Study reveals new facets of the adult brain.
A new study from the Picower Institute for Learning and Memory, published online in Neuron on February 4, sheds fresh light on the plasticity of the adult brain at its most fundamental site of change — the synapse. The results clarify how connections between neurons are formed, remodeled and sometimes re-established, revealing mechanisms that let the adult brain adapt to changing inputs.

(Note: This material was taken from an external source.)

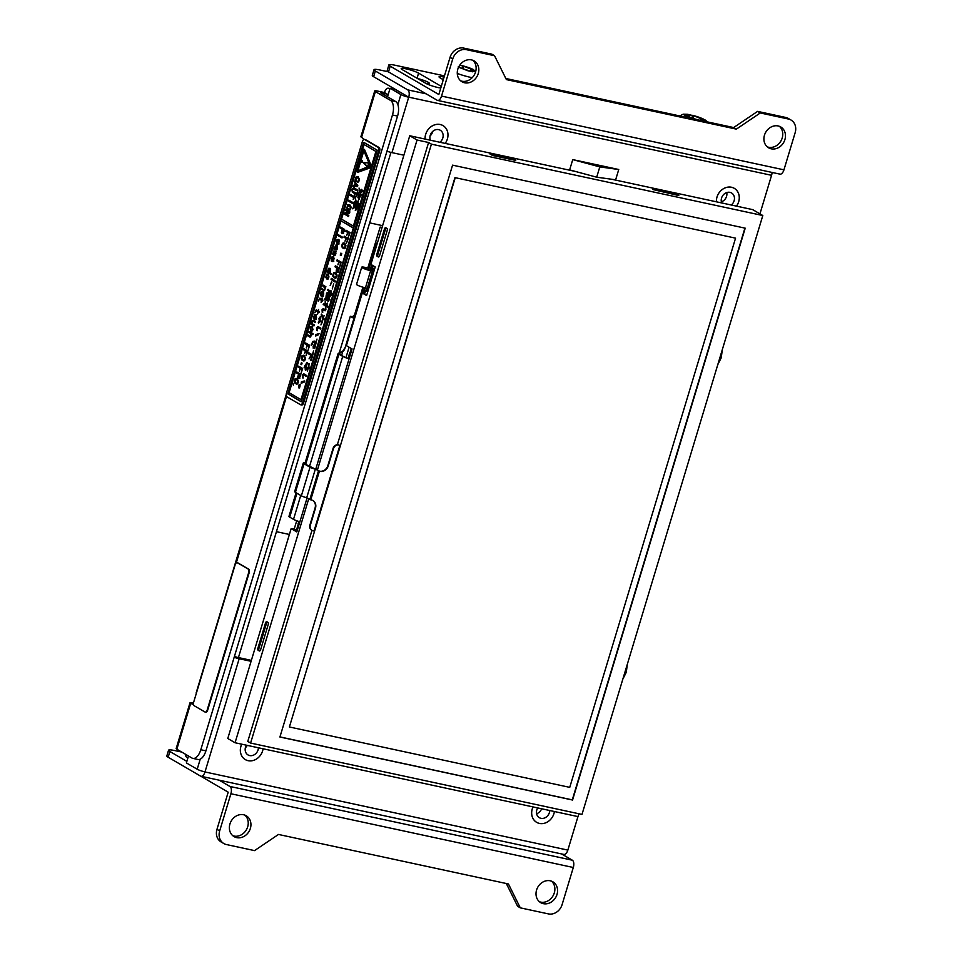 <?xml version="1.0" encoding="UTF-8"?>
<svg xmlns="http://www.w3.org/2000/svg" width="962" height="962" viewBox="0 0 962 962"><rect width="100%" height="100%" fill="white"/><g stroke="black" fill="none" stroke-linecap="round" stroke-linejoin="round"><path stroke-width="1.44" d="M368.65 268.17L364.947 267.376A6.337 0.878 -163.2 0 0 361.724 267.195L356.541 284.355A6.337 0.878 16.8 0 0 359.367 286.003A6.337 0.878 16.8 0 0 365.44 287.83L367.28 288.227M372.498 270.935L370.214 270.442A5.423 0.758 16.8 0 1 365.007 268.879A5.423 0.758 16.8 0 1 362.59 267.46A5.423 0.758 16.8 0 1 365.356 267.616L368.602 268.314M372.462 271.08L370.623 270.683A6.337 0.878 -163.2 0 1 364.55 268.855A6.337 0.878 -163.2 0 1 361.724 267.195M366.462 290.957L365.56 290.764L366.378 291.233L373.28 268.362L372.474 267.881L371.609 270.743L373.124 265.716M365.56 290.764L364.586 293.999M350.853 352.946A1.804 0.902 -77.8 0 0 350.685 352.801L349.879 352.332L350.685 352.801M349.879 352.332L348.052 358.357M298.809 521.452L298.088 523.881L298.893 524.362A1.804 0.902 -77.8 0 0 299.026 524.41A1.804 0.902 -77.8 0 0 299.086 524.422L299.026 524.41M296.933 531.541L291.967 528.811M371.657 264.863L369.985 270.394M364.766 287.686L363.107 293.206M363.66 293.458L365.368 287.818M370.586 270.526L372.198 265.187M298.316 524.013L296.609 529.653L292.015 528.667M351.31 348.497L350.132 352.381M296.609 529.653L297.366 530.098M349.086 358.79A6.938 0.962 -163.2 0 1 342.725 356.385L338.925 354.16A6.938 0.962 -163.2 0 1 338.155 353.427A6.938 0.962 -163.2 0 1 338.54 353.234L342.352 351.419L339.358 353.523A6.037 0.842 16.8 0 0 339.021 353.679A6.037 0.842 16.8 0 0 339.682 354.329L343.494 356.541A6.037 0.842 16.8 0 0 349.122 358.67M296.092 492.748L288.949 516.402A6.938 0.962 16.8 0 0 289.718 517.147L293.518 519.36A6.938 0.962 16.8 0 0 299.879 521.777M693.386 117.761L693.782 115.741L703.992 119.865C701.142 119.156 700.36 119.312 701.647 120.322L702.717 121.332M699.987 120.298L701.37 118.338M686.736 116.462L686.471 115.127C689.393 115.56 690.175 115.416 688.816 114.67L693.782 115.741M689.465 115.163L688.816 114.67M697.847 120.286L686.676 116.462L684.102 114.959L686.471 115.127M700.468 120.406L701.07 119.613L701.418 120.611M463.407 68.23L463.804 66.21L474.013 70.334C471.164 69.625 470.382 69.781 471.669 70.791L472.739 71.801L467.869 70.755L458.14 66.967M469.781 71.092L471.392 68.807M471.103 70.046L471.176 71.392M703.15 119.661L703.595 119.156L702.308 118.591A10.341 1.443 -163.2 0 0 693.253 115.5L692.424 115.332L692.183 117.388M707.587 121.933L704.954 119.841M473.172 70.13L473.617 69.625L472.33 69.06A10.341 1.443 -163.2 0 0 463.275 65.969L463.804 66.21M459.788 65.139L463.275 65.969L462.445 65.801L462.205 67.845M475.853 70.851L474.975 70.31M362.349 160.786L362.037 162.229M367.785 162.855L363.684 162.626L367.195 166.33A1.804 0.902 -77.8 0 0 367.231 166.354M342.352 351.419A6.037 5.159 120.2 0 0 344.504 348.136L344.913 348.364A6.037 5.159 -59.8 0 1 342.761 351.659L341.618 355.447M305.038 463.107A6.037 0.842 16.8 0 0 304.148 463.275A6.037 0.842 16.8 0 0 304.81 463.924L320.057 471.392L315.356 469.119L306.722 497.715A4.521 0.625 16.8 0 1 301.371 495.827L295.418 492.352A6.938 0.962 16.8 0 1 294.649 491.606L303.283 463.011A6.938 0.962 -163.2 0 1 305.098 462.902M315.356 469.119L315.452 469.143A4.521 0.625 -163.2 0 1 310.005 467.231L304.052 463.756A6.938 0.962 -163.2 0 1 303.283 463.011M361.676 162.313L362.121 160.57L361.676 162.313M366.69 166.21L363.179 162.506L367.712 162.831A1.804 0.902 102.2 0 1 368.218 164.791A1.804 0.902 102.2 0 1 366.955 166.366A1.804 0.902 102.2 0 1 366.69 166.21L367.195 166.33M339.201 353.078L350.312 316.282L353.884 317.051M350.312 316.282L353.547 318.169L362.902 287.193M344.913 348.364L363.347 287.313M368.554 270.033L375.481 245.538A6.037 5.159 -59.8 0 1 377.597 242.28M368.121 269.913L375.481 245.538M455.206 177.778L289.394 726.983L569.745 787.361L735.557 238.155L454.942 177.621L289.394 726.983M298.112 376.659L299.23 377.32L300.132 375.132L298.593 374.23L298.112 376.659M298.545 377.393L299.735 377.429L300.336 376.274M330.856 292.797L330.82 294.841L331.181 293.638M330.255 293.482L329.918 292.195L329.629 293.121L330.627 293.554M328.98 291.642L328.703 292.568L329.305 292.917L329.581 292.003L328.98 291.642L329.581 292.003M330.026 294.264L329.401 293.903L329.75 295.142L330.531 294.372L329.401 293.903M329.064 293.699L328.463 293.35L328.198 294.228L328.8 294.588L329.581 293.819L328.463 293.35M329.124 297.547L327.982 296.873L327.705 297.799L328.848 298.46L329.497 297.619M328.607 299.254L327.465 298.581L327.152 299.651L328.295 300.312L329.124 299.362L327.465 298.581M338.684 268.963L337.145 268.061L337.085 271.284L339.117 269.047M337.085 271.284L338.275 271.296L338.877 270.13M319.685 320.178L320.142 317.508L319.288 319.456L320.142 320.274M320.839 317.989L319.865 317.556M299.795 385.702L298.773 385.966L298.929 387.301L300.132 385.774M298.929 387.301L299.735 387.253M341.847 231.77L342.977 232.431L343.879 230.243L342.34 229.341L341.847 231.77M342.292 232.503L343.482 232.539L344.071 231.385M336.003 246.308L335.077 246.621L335.834 248.713L335.401 245.959M328.018 269.985L328.703 272.03L329.725 271.933L329.473 269.288L328.018 269.985M328.703 272.03L330.231 272.042M330.17 270.382L329.99 269.396L328.415 269.252M320.983 293.302L321.597 295.31L322.619 295.322L323.184 293.458L322.45 292.46L320.983 293.302M321.597 295.31L323.124 295.43L323.593 294.637M323.689 293.566L321.452 292.46M337.734 243.158L338.852 242.376L338.492 240.62L337.734 243.158L338.973 243.218M332.479 260.546L333.598 259.764L333.249 258.008L332.479 260.546L333.718 260.594M328.331 277.14L327.705 275.072L326.707 275.072L326.142 276.924L326.852 277.922L328.739 277.224M328.944 276.19L326.707 275.072M326.852 277.922L328.379 278.042L328.836 277.248M316.077 317.7L315.452 315.644L314.454 315.644L313.901 317.496L314.598 318.494L316.486 317.797M316.185 316.642L315.969 315.752L314.454 315.644M314.598 318.494L316.125 318.614L316.594 317.809M370.045 165.572L363.828 150.806L357.876 170.851L370.55 165.692L364.141 150.986M350.565 207.383L347.679 205.7L347.15 207.419L348.436 208.838L350.048 209.103L351.07 207.491L349.807 206.084L347.679 205.7M348.436 208.838L350.553 209.211L351.07 207.491M355.435 183.886L354.978 185.389L356.565 185.486L355.435 183.886L356.589 185.389M357.527 204.257L357.191 207.215L357.527 204.257M354.894 206.962L356.12 201.876L354.629 206.806L355.267 207.046M355.231 207.155L356.722 202.224L355.231 207.155M377.332 243.182A6.037 5.159 120.2 0 0 375.877 245.779M735.557 238.155L454.942 177.621M300.577 375.204L298.593 374.23M299.062 377.513L299.735 377.429L299.062 377.513M331 292.821L329.918 292.195M329.509 297.571L327.982 296.873M339.129 269.023L337.145 268.061M337.59 271.392L338.275 271.296L337.59 271.392M342.34 229.341L343.879 230.243M342.797 232.624L343.482 232.539L342.797 232.624M329.99 269.396L328.92 269.36L329.99 269.396M329.208 272.138L330.243 272.042L329.208 272.138M322.967 292.568L321.969 292.568L322.967 292.568M322.102 295.418L323.124 295.43L322.102 295.418M338.901 241.39L338.492 240.62M334.163 258.886L333.249 258.008M328.222 275.18L327.212 275.18L328.222 275.18M327.357 278.03L328.379 278.042L327.357 278.03M315.969 315.752L314.971 315.752L315.969 315.752M315.103 318.602L316.125 318.614L315.103 318.602M358.309 170.911L370.238 166.715L370.55 165.692M348.941 208.946L350.553 209.211L348.941 208.946M354.978 185.389L356.565 185.486M357.984 206.385L358.237 205.543M356.902 202.152L356.12 201.876M443.614 78.668A18.098 2.525 -163.2 0 1 443.326 77.97A18.098 2.525 -163.2 0 1 443.951 77.561M744.913 228.114L572.282 799.879L279.954 736.916M319.396 471.248L310.762 499.843L306.722 497.715M247.222 745.37A7.419 6.349 -59.8 0 1 245.346 747.811M541.63 808.777A7.419 6.349 -59.8 0 1 536.616 813.72M432.72 131.409A7.419 6.349 -59.8 0 1 430.086 135.919M726.767 192.556A7.419 6.349 -59.8 0 1 721.356 201.828M299.831 378.331L298.761 378.499L298.088 377.308L298.316 375.42M298.677 374.254L296.993 373.112L297.258 372.222M329.894 295.959L326.455 293.374L327.14 292.64L327.862 294.035L328.643 291.45L327.537 289.778L328.03 289.297L330.567 291.654L330.916 290.548L331.998 293.626L330.724 296.14L330.219 294.913L329.846 296.116L326.455 293.374M330.988 295.743L330.219 294.913M330.567 291.654L330.459 290.885M329.124 291.678L328.174 289.766M328.607 293.386L328.824 292.652M330.243 285.293L331.95 282.058M325.192 299.879L325.805 298.929M326.082 297.739L326.274 296.969M327.609 298.617L325.974 297.715L325.661 298.893L326.888 298.929M328.439 301.13L326.924 300.252L327.14 299.519M330.014 299.879L328.944 299.447L328.391 301.298L326.407 300.144L327.14 298.388L325.974 297.715M328.126 296.909L327.982 295.959M335.221 282.01L331.565 279.545L331.818 278.571M321.176 324.459L322.571 321.609M334.163 277.585L333.321 274.278L334.079 272.919L336.039 272.715M337.049 275.637L335.762 273.797L333.67 273.689L333.646 277.477L332.648 275.866L333.561 272.811L335.534 272.607L337.001 274.928L336.207 277.826L334.74 278.054L336.532 275.517L335.257 273.689L333.67 273.689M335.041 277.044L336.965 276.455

Synapses are the junctions where neurons communicate. Incoming signals only lead to learning or memory formation when they induce changes at these synaptic sites. In response to experience, synapses can grow stronger or weaker, appear or disappear. Disruptions in synaptic structure and function are linked to numerous brain disorders, so understanding how synapses are assembled and dismantled is critical for devising new therapeutic approaches for conditions ranging from addiction to psychiatric illness.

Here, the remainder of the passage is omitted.